Reproduce the entries shown below only from the line with "node.position = position_" down to the line with "var world := WorldEnvironment.new()", keeping both end lines and copying each one exactly.

-- -- --

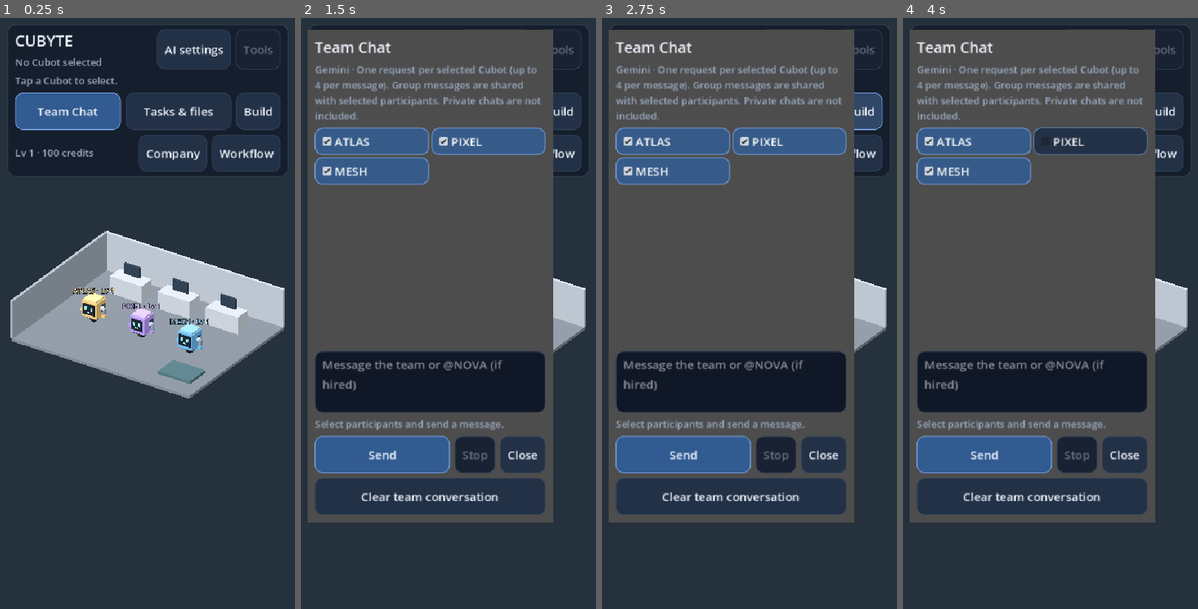
Above: before the commit, frames 1-4 (left to right).
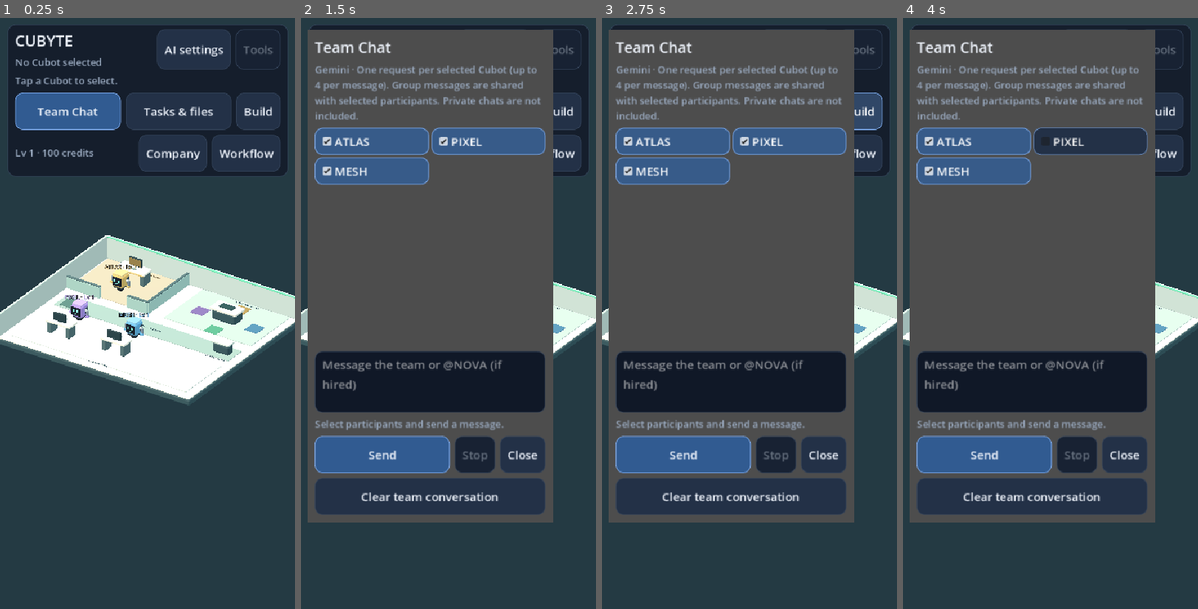
Above: after the commit, the same moments.

Repository: joparoxxx/VOXHAVEN
Game: Godot game, scene res://scenes/office.tscn
Same seed, same stepped clock (60 frames per second), same inputs: the game is played once before the commit and once after it.
Inputs:
- Up to frame 1 (0.25 s): no input
- Up to frame 2 (1.5 s): click "Team Chat" at 0.5 s; click "Tasks & files" at 1.25 s
- Up to frame 3 (2.75 s): click "Build" at 2 s
- Up to frame 4 (4 s): click "Company" at 2.75 s; click "Workflow" at 3.5 s

The runs differ from the first frame. In frame 1, 18% of the frame differs, in the area x 0-100%, y 36-66%; in frame 2, 1.6%; in frame 3, 1.6%; in frame 4, 1.6%.

Commit message:
feat(hq): rounded executive suite, conference table, production stations and visual polish [skip ci]

Diff:
--- a/game/scenes/office.gd
+++ b/game/scenes/office.gd
@@ -94,6 +94,10 @@
 var low_power := false
 var power_check: CheckBox
 var box_meshes := {}
+const Geometry = preload("res://core/rounded_geometry.gd")
+const HQ = preload("res://core/hq_layout.gd")
+var manager_partitions: Array[Node3D] = []
+var wall_details: Node3D
 var sound_player: AudioStreamPlayer
 var tones := {}
 var decoration_slot := 0
@@ -144,16 +148,17 @@
 		run_png.disabled = true
 
 func _box(parent: Node3D, size: Vector3, position_: Vector3, color: Color) -> MeshInstance3D:
-	var mesh: BoxMesh = box_meshes.get(size)
+	var mesh: Mesh = box_meshes.get(size)
 	if mesh == null:
-		mesh = BoxMesh.new()
-		mesh.size = size
+		var radius := minf(0.15, minf(size.x, minf(size.y, size.z)) * 0.24)
+		mesh = Geometry.rounded_box(size, radius)
 		box_meshes[size] = mesh
 	var node := MeshInstance3D.new()
 	node.mesh = mesh
 	node.position = position_
 	var mat := StandardMaterial3D.new()
 	mat.albedo_color = color
+	mat.roughness = 0.72
 	node.material_override = mat
 	parent.add_child(node)
 	return node
@@ -162,53 +167,106 @@
 	var world := WorldEnvironment.new()
 	var env := Environment.new()
 	env.background_mode = Environment.BG_COLOR
-	env.background_color = Color("#25313c")
+	env.background_color = Color("#243a43")
 	env.ambient_light_source = Environment.AMBIENT_SOURCE_COLOR
-	env.ambient_light_color = Color.WHITE
-	env.ambient_light_energy = 0.65
+	env.ambient_light_color = Color("#e7f2ed")
+	env.ambient_light_energy = 0.78
 	world.environment = env
 	add_child(world)
 	var light := DirectionalLight3D.new()
-	light.rotation_degrees = Vector3(-55, -35, 0)
-	light.light_energy = 1.2
+	light.rotation_degrees = Vector3(-58, -35, 0)
+	light.light_color = Color("#fff1d9")
+	light.light_energy = 1.12
 	add_child(light)
+	var fill := DirectionalLight3D.new()
+	fill.rotation_degrees = Vector3(-35, 140, 0)
+	fill.light_color = Color("#b5e3ec")
+	fill.light_energy = 0.28
+	add_child(fill)
 	var camera := Camera3D.new()
-	camera.position = Vector3(8, 9, 12)
 	camera.projection = Camera3D.PROJECTION_ORTHOGONAL
 	camera.keep_aspect = Camera3D.KEEP_WIDTH
-	camera.size = 13.8
 	add_child(camera)
-	camera.look_at(Vector3(0, 1, 0))
 	camera.current = true
 	office_camera = camera
-	_box(self, Vector3(10, 0.15, 8), Vector3(0, -0.075, 0), Color("#727b85"))
-	back_wall = _box(self, Vector3(10, 2, 0.15), Vector3(0, 1, -4), Color("#aab3bd"))
-	left_wall = _box(self, Vector3(0.15, 2, 8), Vector3(-5, 1, 0), Color("#909ba6"))
-	_reset_camera()
-	for i in range(3):
-		var x := float(i - 1) * 2.7
+	_box(self, Vector3(14.2, 0.38, 12.2), Vector3(0, -0.25, 0), Color("#36535d"))
+	_box(self, Vector3(14, 0.12, 12), Vector3(0, -0.06, 0), Color("#e7e5df"))
+	# Recessed zone floors remain walkable.
+	_box(self, Vector3(5.7, 0.04, 4.3), Vector3(-4, 0.012, -3.75), Color("#c4bba8"))
+	_box(self, Vector3(6.4, 0.04, 4.3), Vector3(3.3, 0.012, -3.75), Color("#b7cfc9"))
+	_box(self, Vector3(12.8, 0.04, 3.9), Vector3(0, 0.012, 3.45), Color("#d0dcd8"))
+	_box(self, Vector3(12.8, 0.035, 1.5), Vector3(0, 0.015, 0), Color("#9db9b6"))
+	back_wall = _box(self, Vector3(14, 1.55, 0.16), Vector3(0, 0.775, -6), Color("#c5d6d4"))
+	left_wall = _box(self, Vector3(0.16, 1.55, 12), Vector3(-7, 0.775, 0), Color("#bccdcb"))
+	wall_details = Node3D.new()
+	add_child(wall_details)
+	_box(wall_details, Vector3(13.8, 0.09, 0.10), Vector3(0, 1.52, -5.91), Color("#70d7b1"))
+	# Manager's private suite. Glass-style tinted low partitions leave a real doorway.
+	for part in HQ.PARTITIONS:
+		var center: Vector3 = part["center"]
+		var half: Vector2 = part["half"]
+		var panel := _box(self, Vector3(half.x * 2, 0.78, half.y * 2), center + Vector3(0,0.39,0), Color("#a5c9c5"))
+		manager_partitions.append(panel)
+		var rail := _box(self, Vector3(half.x * 2, 0.07, half.y * 2 + 0.02), center + Vector3(0,0.82,0), Color("#526f76"))
+		manager_partitions.append(rail)
+	_zone_label("ATLAS  /  MANAGEMENT", Vector3(-4,0.045,-5.55), Color("#6c5d42"))
+	_zone_label("MEETING ROOM", Vector3(3.5,0.045,-5.7), Color("#36535d"))
+	_zone_label("PRODUCTION", Vector3(0,0.045,5.45), Color("#36535d"))
+	_zone_label("SOCIAL CORRIDOR", Vector3(0,0.045,0), Color("#36535d"))
+	for i in range(4):
 		var desk := Node3D.new()
 		add_child(desk)
-		desk.position = Vector3(x, 0, -2.6)
+		desk.position = HQ.DESKS[i]
+		if i > 0:
+			desk.rotation.y = PI
 		desks.append(desk)
-		_box(desk, Vector3(1.8, 0.9, 0.85), Vector3(0, 0.45, 0), Color("#b8bec7"))
-		_box(desk, Vector3(0.85, 0.55, 0.12), Vector3(0, 1.22, -0.15), Color("#263749"))
-		_build_robot(Vector3(x, 0, 0.5), ROBOT_COLORS[i])
-	_box(self, Vector3(1.8, 0.15, 1.3), Vector3(3.5, 0.08, 2.4), Color("#4a6b72"))
-	var nova_desk := Node3D.new()
-	add_child(nova_desk)
-	nova_desk.position = Vector3(-2.5, 0, 2.8)
-	nova_desk.rotation.y = PI
-	desks.append(nova_desk)
-	_box(nova_desk, Vector3(1.8, 0.9, 0.85), Vector3(0, 0.45, 0), Color("#b8bec7"))
-	_box(nova_desk, Vector3(0.85, 0.55, 0.12), Vector3(0, 1.22, -0.15), Color("#263749"))
-	_build_robot(Vector3(0, 0, 2.0), ROBOT_COLORS[3])
+		_build_desk(desk, ROBOT_COLORS[i], i == 0)
+		_build_robot(HQ.SPAWNS[i], ROBOT_COLORS[i])
+	# Conference table with four clear docking positions and a shared project display.
+	_box(self, Vector3(1.7,0.70,0.95), HQ.MEETING_CENTER + Vector3(0,0.40,0), Color("#36535d"))
+	_box(self, Vector3(1.95,0.16,1.1), HQ.MEETING_CENTER + Vector3(0,0.83,0), Color("#e7e5df"))
+	var screen := _box(self, Vector3(0.95,0.07,0.48), HQ.MEETING_CENTER + Vector3(0,0.95,0), Color("#213e48"))
+	screen.material_override.emission_enabled = true
+	screen.material_override.emission = Color("#70d7b1")
+	screen.material_override.emission_energy_multiplier = 0.25
+	for i in range(HQ.SEATS.size()):
+		_box(self, Vector3(0.9,0.025,0.9), HQ.SEATS[i] + Vector3(0,0.04,0), ROBOT_COLORS[i].darkened(0.25))
+	_box(self, Vector3(1.2,0.06,1.2), HQ.LOUNGE + Vector3(0,0.04,0), Color("#537d79"))
+	_box(self, Vector3(1.2,0.65,0.6), HQ.LAB + Vector3(0,0.35,0), Color("#36535d"))
+	_box(self, Vector3(1.25,0.12,0.65), HQ.LAB + Vector3(0,0.73,0), Color("#d0dcd8"))
+	_zone_label("UPGRADE LAB", HQ.LAB + Vector3(0,0.045,0.9), Color("#36535d"))
 	_refresh_hired_robot()
 	_restore_layout()
 	decorations = Node3D.new()
 	add_child(decorations)
 	_refresh_decorations()
 	_rebuild_navigation()
+	_reset_camera()
+
+func _zone_label(value: String, pos: Vector3, color: Color) -> void:
+	var label := Label3D.new()
+	label.text = value
+	label.font_size = 36
+	label.pixel_size = 0.006
+	label.position = pos
+	label.rotation.x = -PI / 2.0
+	label.modulate = color
+	label.outline_size = 0
+	add_child(label)
+
+func _build_desk(desk: Node3D, accent: Color, executive: bool) -> void:
+	var width := 2.05 if executive else 1.8
+	_box(desk, Vector3(width,0.15,0.9), Vector3(0,0.85,0), Color("#f0ede5"))
+	for side in [-1,1]:
+		_box(desk, Vector3(0.32,0.74,0.74), Vector3(side * (width / 2.0 - 0.23),0.38,0), Color("#526e75"))
+	_box(desk, Vector3(width - 0.18,0.08,0.08), Vector3(0,0.77,0.43), accent)
+	_box(desk, Vector3(0.93,0.54,0.15), Vector3(0,1.23,-0.18), Color("#263e47"))
+	var screen := _box(desk, Vector3(0.82,0.44,0.035), Vector3(0,1.23,-0.09), accent.darkened(0.35))
+	screen.material_override.emission_enabled = true
+	screen.material_override.emission = accent
+	screen.material_override.emission_energy_multiplier = 0.16
+	_box(desk, Vector3(0.15,0.22,0.15), Vector3(0,0.99,-0.18), Color("#526e75"))
+	_box(desk, Vector3(0.52,0.055,0.18), Vector3(0,0.96,0.20), Color("#839da0"))
 
 func _build_robot(position_: Vector3, color: Color) -> void:
 	var robot := Node3D.new()
@@ -572,7 +630,7 @@
 	_end_conversation()
 	_stop_ambient()
 	var station: int = workstation_ids[selected]
-	var target := desks[station].position + Vector3(0, 0, -1.6 if station == 3 else 1.6)
+	var target := HQ.work_target(station, desks[station].position)
 	route = navigator.route(robots[selected].position, target)
 	if route.is_empty():
 		status.text = "No clear route to workstation. Task remains queued."
@@ -1051,55 +1109,53 @@
 		if i == 3 and not roster.is_active("nova"):
 			continue
 		navigator.block_box(desks[i].position, Vector2(1.35, 0.85))
-	navigator.block_box(Vector3(3.5, 0, 2.4), Vector2(1.35, 1.1))
+	HQ.block_fixed(navigator)
 
 func _restore_layout() -> void:
 	var saved: Dictionary = layout_store.read("layout", "", 16384)
 	if not saved.get("ok", false) or not saved.get("found", false):
 		return
 	var raw: Variant = JSON.parse_string(str(saved.get("value", "")))
-	if not raw is Dictionary or raw.get("version") != 1:
-		return
-	var offsets: Variant = raw.get("desks")
-	var stations: Variant = raw.get("stations")
-	var colors: Variant = raw.get("colors")
-	if not offsets is Array or offsets.size() != 3 or not stations is Array or stations.size() != 3 or not colors is Array or colors.size() != 3:
-		return
-	var assigned: Array[int] = []
-	for i in range(3):
-		if not (offsets[i] is float or offsets[i] is int) or not (is_equal_approx(float(offsets[i]), -3.0) or is_equal_approx(float(offsets[i]), -2.6) or is_equal_approx(float(offsets[i]), -2.1)):
-			return
-		if not (stations[i] is float or stations[i] is int) or float(stations[i]) != int(stations[i]) or int(stations[i]) not in [0, 1, 2] or int(stations[i]) in assigned:
-			return
-		assigned.append(int(stations[i]))
-		if not colors[i] is String or not Color.html_is_valid(colors[i]):
-			return
-	var variant_slot: Variant = raw.get("decor_slot", 0)
-	if (variant_slot is int or variant_slot is float) and int(variant_slot) in [0, 1]:
-		decoration_slot = int(variant_slot)
+	if not raw is Dictionary or raw.get("version") not in [1,2]:
+		return
+	var colors: Variant = raw.get("colors", [])
+	if colors is Array:
+		for i in range(mini(colors.size(), robots.size())):
+			if colors[i] is String and Color.html_is_valid(colors[i]):
+				robot_bodies[i].material_override.albedo_color = Color.html(colors[i])
+	decoration_slot = clampi(int(raw.get("decor_slot", 0)), 0, 1)
 	ambient_enabled = raw.get("ambient", true) == true
 	sound_enabled = raw.get("sound", true) == true
 	low_power = raw.get("low_power", false) == true
-	var desk_x: Variant = raw.get("desk_x", [])
-	if desk_x is Array and desk_x.size() == 3:
-		for i in range(3):
-			var center := float(i - 1) * 2.7
-			if (desk_x[i] is int or desk_x[i] is float) and absf(float(desk_x[i]) - center) <= 0.25:
-				desks[i].position.x = float(desk_x[i])
-	for i in range(3):
-		desks[i].position.z = float(offsets[i])
-		workstation_ids[i] = assigned[i]
-		robot_bodies[i].material_override.albedo_color = Color.html(colors[i])
+	# v1 graybox coordinates are intentionally reset, but colors/preferences survive.
+	if raw.get("version") != 2:
+		return
+	var offsets: Variant = raw.get("offsets", [])
+	if offsets is Array and offsets.size() == 4:
+		for i in range(1,4):
+			var pair: Variant = offsets[i]
+			if pair is Array and pair.size() == 2 and (pair[0] is int or pair[0] is float) and (pair[1] is int or pair[1] is float):
+				desks[i].position = HQ.DESKS[i] + Vector3(clampf(float(pair[0]),-0.25,0.25),0,clampf(float(pair[1]),-0.25,0.25))
+	var stations: Variant = raw.get("stations", [])
+	if stations is Array and stations.size() == 4 and stations[0] == 0:
+		var valid := true
+		var seen := [0]
+		for i in range(1,4):
+			if stations[i] not in [1,2,3] or stations[i] in seen:
+				valid = false
+			seen.append(stations[i])
+		if valid and (roster.is_active("nova") or stations[3] == 3):
+			for i in range(4):
+				workstation_ids[i] = int(stations[i])
 
 func _save_layout() -> bool:
 	var offsets := []
 	var colors := []
-	var x_offsets := []
-	for i in range(3):
-		offsets.append(desks[i].position.z)
-		x_offsets.append(desks[i].position.x)
+	for i in range(4):
+		var delta: Vector3 = desks[i].position - HQ.DESKS[i]
+		offsets.append([delta.x,delta.z])
 		colors.append(robot_bodies[i].material_override.albedo_color.to_html(false))
-	return layout_store.write("layout", JSON.stringify({"version": 1, "desks": offsets, "stations": workstation_ids.slice(0, 3), "colors": colors, "decor_slot": decoration_slot, "ambient": ambient_enabled, "sound": sound_enabled, "desk_x": x_offsets, "low_power": low_power}))
+	return layout_store.write("layout", JSON.stringify({"version":2,"offsets":offsets,"stations":workstation_ids,"colors":colors,"decor_slot":decoration_slot,"ambient":ambient_enabled,"sound":sound_enabled,"low_power":low_power}))
 
 func _build_layout_dialog() -> void:
 	build_dialog = Window.new()
@@ -1180,7 +1236,11 @@
 	var index := desk_picker.selected
 	if index < 0 or busy:
 		return
-	var positions := [-3.0, -2.6, -2.1]
+	if index == 0:
+		layout_status.text = "ATLAS has a dedicated executive desk."
+		return
+	var base: float = HQ.DESKS[index].z
+	var positions := [base - 0.25, base, base + 0.25]
 	var old := desks[index].position.z
 	var nearest := 0
 	for i in range(positions.size()):
@@ -1205,6 +1265,9 @@
 	var robot := robot_picker.selected
 	var station := station_picker.selected
 	if robot < 0 or station < 0 or busy:
+		return
+	if robot == 0 or station == 0:
+		layout_status.text = "ATLAS keeps the executive workstation."
 		return
 	var old: Array = workstation_ids.duplicate()
 	var other := workstation_ids.find(station)
@@ -1285,15 +1348,15 @@
 	var forward := office_camera.global_basis.z
 	forward.y = 0
 	var target := camera_target - right.normalized() * relative.x * scale_ - forward.normalized() * relative.y * scale_
-	target.x = clampf(target.x, -4.0, 4.0)
-	target.z = clampf(target.z, -3.0, 3.0)
+	target.x = clampf(target.x, -6.0, 6.0)
+	target.z = clampf(target.z, -5.0, 5.0)
 	camera_target = target
 	_apply_camera_pose()
 
 func _reset_camera() -> void:
-	office_camera.size = 13.8
+	office_camera.size = 18.0
 	camera_target = Vector3(0, 1, 0)
-	var original := Vector3(8, 8, 12)
+	var original := Vector3(12, 12, 18)
 	orbit_angles = CameraMath.angles(original)
 	orbit_distance = original.length()
 	_apply_camera_pose()
@@ -1313,6 +1376,10 @@
 	# Cut away the wall on the camera-facing side so the office stays visible.
 	if is_instance_valid(back_wall):
 		back_wall.visible = offset.z >= -0.5
+	if is_instance_valid(wall_details):
+		wall_details.visible = offset.z >= -0.5
+	for panel in manager_partitions:
+		panel.visible = offset.z >= -0.5 and offset.x >= -0.5
 	if is_instance_valid(left_wall):
 		left_wall.visible = offset.x >= -0.5
 
@@ -1344,28 +1411,28 @@
 		decorations.remove_child(child)
 		child.queue_free()
 	var upgrades: Array = company.snapshot()["upgrades"]
-	var plant_x := -4.3 if decoration_slot == 0 else 4.3
+	var plant_x := -6.6 if decoration_slot == 0 else 6.6
 	var lamp_x := -plant_x
 	if "plant" in upgrades:
-		_box(decorations, Vector3(0.45, 0.45, 0.45), Vector3(plant_x, 0.225, -3.35), Color("#ad7952"))
-		_box(decorations, Vector3(0.65, 0.65, 0.65), Vector3(plant_x, 0.75, -3.35), Color("#468b58"))
+		_box(decorations, Vector3(0.45, 0.45, 0.45), Vector3(plant_x, 0.225, -5.6), Color("#ad7952"))
+		_box(decorations, Vector3(0.65, 0.65, 0.65), Vector3(plant_x, 0.75, -5.6), Color("#468b58"))
 	if "lounge" in upgrades:
-		_box(decorations, Vector3(1.2, 0.4, 0.8), Vector3(3.5, 0.35, 2.4), Color("#527d82"))
-		_box(decorations, Vector3(1.2, 0.65, 0.18), Vector3(3.5, 0.65, 2.75), Color("#36585d"))
+		_box(decorations, Vector3(1.2, 0.4, 0.8), HQ.LOUNGE + Vector3(0,0.35,0), Color("#527d82"))
+		_box(decorations, Vector3(1.2, 0.65, 0.18), HQ.LOUNGE + Vector3(0,0.65,0.35), Color("#36585d"))
 	if "lamp" in upgrades:
-		_box(decorations, Vector3(0.2, 0.2, 0.2), Vector3(lamp_x, 0.1, -3.3), Color("#586475"))
-		_box(decorations, Vector3(0.08, 1.5, 0.08), Vector3(lamp_x, 0.85, -3.3), Color("#738297"))
-		_box(decorations, Vector3(0.4, 0.18, 0.4), Vector3(lamp_x, 1.7, -3.3), Color("#f5d998"))
+		_box(decorations, Vector3(0.2, 0.2, 0.2), Vector3(lamp_x, 0.1, -5.6), Color("#586475"))
+		_box(decorations, Vector3(0.08, 1.5, 0.08), Vector3(lamp_x, 0.85, -5.6), Color("#738297"))
+		_box(decorations, Vector3(0.4, 0.18, 0.4), Vector3(lamp_x, 1.7, -5.6), Color("#f5d998"))
 	if "bookshelf" in upgrades:
-		_box(decorations, Vector3(0.25, 1.5, 1.25), Vector3(-4.75, 0.75, -0.5), Color("#66574e"))
+		_box(decorations, Vector3(0.25, 1.5, 1.25), Vector3(-6.75, 0.75, 4.3), Color("#66574e"))
 		for row in range(3):
-			_box(decorations, Vector3(0.28, 0.055, 1.2), Vector3(-4.61, 0.25 + row * 0.45, -0.5), Color("#d1a97d"))
+			_box(decorations, Vector3(0.28, 0.055, 1.2), Vector3(-6.61, 0.25 + row * 0.45, 4.3), Color("#d1a97d"))
 			for book in range(4):
-				_box(decorations, Vector3(0.16, 0.32, 0.19), Vector3(-4.57, 0.42 + row * 0.45, -0.92 + book * 0.23), Color.from_hsv(float(book + row) / 7.0, 0.45, 0.75))
+				_box(decorations, Vector3(0.16, 0.32, 0.19), Vector3(-6.57, 0.42 + row * 0.45, 3.88 + book * 0.23), Color.from_hsv(float(book + row) / 7.0, 0.45, 0.75))
 	if "whiteboard" in upgrades:
-		_box(decorations, Vector3(2.2, 0.75, 0.06), Vector3(0, 1.47, -3.89), Color("#e5edef"))
+		_box(decorations, Vector3(2.2, 0.75, 0.06), Vector3(3.5, 1.47, -5.89), Color("#e5edef"))
 		for line in range(3):
-			_box(decorations, Vector3(1.25 - line * 0.15, 0.035, 0.015), Vector3(-0.15, 1.68 - line * 0.17, -3.85), Color("#6d8e99"))
+			_box(decorations, Vector3(1.25 - line * 0.15, 0.035, 0.015), Vector3(3.35, 1.68 - line * 0.17, -5.85), Color("#6d8e99"))
 
 func _show_workflow_builder() -> void:
 	if not busy and not ai_console.online_busy:
@@ -1442,7 +1509,7 @@
 		for j in range(desks.size()):
 			if desks[j].visible:
 				plan.block_box(desks[j].position, Vector2(1.35, 0.85))
-		plan.block_box(Vector3(3.5, 0, 2.4), Vector2(1.35, 1.1))
+		HQ.block_fixed(plan)
 		for j in range(robots.size()):
 			if i != j and robots[j].visible:
 				plan.block_box(robots[j].position, Vector2(0.85, 0.85))
@@ -1454,7 +1521,7 @@
 			var best: Array[Vector3] = []
 			for direction in [Vector3(1.5, 0, 0), Vector3(-1.5, 0, 0), Vector3(0, 0, 1.5), Vector3(0, 0, -1.5)]:
 				var target: Vector3 = robots[j].position + direction
-				if absf(target.x) > 4.0 or absf(target.z) > 3.0:
+				if absf(target.x) > 6.5 or absf(target.z) > 5.5:
 					continue
 				var candidate: Array[Vector3] = plan.route(robots[i].position, target)
 				if not candidate.is_empty() and (best.is_empty() or candidate.size() < best.size()):
@@ -1571,9 +1638,9 @@
 
 func _move_desk_x(direction: int) -> void:
 	var index := desk_picker.selected
-	if index < 0 or index >= 3 or busy:
-		return
-	var center := float(index - 1) * 2.7
+	if index <= 0 or index >= 4 or busy:
+		return
+	var center: float = HQ.DESKS[index].x
 	var old := desks[index].position.x
 	desks[index].position.x = clampf(old + direction * 0.25, center - 0.25, center + 0.25)
 	for robot in robots:

-- -- --

Expected output
 	node.position = position_
 	var mat := StandardMaterial3D.new()
 	mat.albedo_color = color
+	mat.roughness = 0.72
 	node.material_override = mat
 	parent.add_child(node)
 	return node
@@ -162,53 +167,106 @@
 	var world := WorldEnvironment.new()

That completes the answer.